====== RAW DATA ======

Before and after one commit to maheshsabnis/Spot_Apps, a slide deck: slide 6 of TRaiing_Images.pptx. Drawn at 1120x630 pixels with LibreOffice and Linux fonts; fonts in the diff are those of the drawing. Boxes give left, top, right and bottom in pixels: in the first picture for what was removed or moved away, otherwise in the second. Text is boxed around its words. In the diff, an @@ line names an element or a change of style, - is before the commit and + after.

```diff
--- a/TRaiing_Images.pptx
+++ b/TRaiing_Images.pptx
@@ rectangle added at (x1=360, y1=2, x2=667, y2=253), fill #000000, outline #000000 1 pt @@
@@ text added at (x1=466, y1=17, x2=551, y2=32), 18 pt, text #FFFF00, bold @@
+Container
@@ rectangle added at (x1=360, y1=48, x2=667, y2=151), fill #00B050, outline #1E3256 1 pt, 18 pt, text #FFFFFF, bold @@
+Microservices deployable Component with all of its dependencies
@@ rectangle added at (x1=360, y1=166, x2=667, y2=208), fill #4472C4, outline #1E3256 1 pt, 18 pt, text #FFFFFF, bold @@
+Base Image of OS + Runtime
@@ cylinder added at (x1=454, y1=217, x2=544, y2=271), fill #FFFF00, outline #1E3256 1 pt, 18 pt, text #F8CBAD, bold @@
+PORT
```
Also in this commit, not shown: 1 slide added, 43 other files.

======
====== RAW DATA ======

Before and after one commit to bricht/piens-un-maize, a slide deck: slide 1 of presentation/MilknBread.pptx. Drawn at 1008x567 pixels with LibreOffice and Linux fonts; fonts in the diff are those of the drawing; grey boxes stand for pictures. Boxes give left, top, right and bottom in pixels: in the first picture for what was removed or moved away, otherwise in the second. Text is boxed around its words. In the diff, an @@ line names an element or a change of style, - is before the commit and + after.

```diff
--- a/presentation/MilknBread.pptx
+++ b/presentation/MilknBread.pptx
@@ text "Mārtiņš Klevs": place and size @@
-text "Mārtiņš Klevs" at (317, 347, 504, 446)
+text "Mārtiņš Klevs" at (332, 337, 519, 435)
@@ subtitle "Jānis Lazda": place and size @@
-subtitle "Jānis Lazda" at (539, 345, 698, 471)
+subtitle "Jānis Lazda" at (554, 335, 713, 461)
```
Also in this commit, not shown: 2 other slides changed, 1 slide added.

======

• **TASK BRIEF**: Copy out each line of the data above, exactly, if it lies between the line holding "Before and after one commit to maheshsabnis/Spot_Apps, a" and the line holding "Also in this commit, not shown: 1", inclusive; copy no other line.

• **EXERCISE OUTPUT**:
Before and after one commit to maheshsabnis/Spot_Apps, a slide deck: slide 6 of TRaiing_Images.pptx. Drawn at 1120x630 pixels with LibreOffice and Linux fonts; fonts in the diff are those of the drawing. Boxes give left, top, right and bottom in pixels: in the first picture for what was removed or moved away, otherwise in the second. Text is boxed around its words. In the diff, an @@ line names an element or a change of style, - is before the commit and + after.

```diff
--- a/TRaiing_Images.pptx
+++ b/TRaiing_Images.pptx
@@ rectangle added at (x1=360, y1=2, x2=667, y2=253), fill #000000, outline #000000 1 pt @@
@@ text added at (x1=466, y1=17, x2=551, y2=32), 18 pt, text #FFFF00, bold @@
+Container
@@ rectangle added at (x1=360, y1=48, x2=667, y2=151), fill #00B050, outline #1E3256 1 pt, 18 pt, text #FFFFFF, bold @@
+Microservices deployable Component with all of its dependencies
@@ rectangle added at (x1=360, y1=166, x2=667, y2=208), fill #4472C4, outline #1E3256 1 pt, 18 pt, text #FFFFFF, bold @@
+Base Image of OS + Runtime
@@ cylinder added at (x1=454, y1=217, x2=544, y2=271), fill #FFFF00, outline #1E3256 1 pt, 18 pt, text #F8CBAD, bold @@
+PORT
```
Also in this commit, not shown: 1 slide added, 43 other files.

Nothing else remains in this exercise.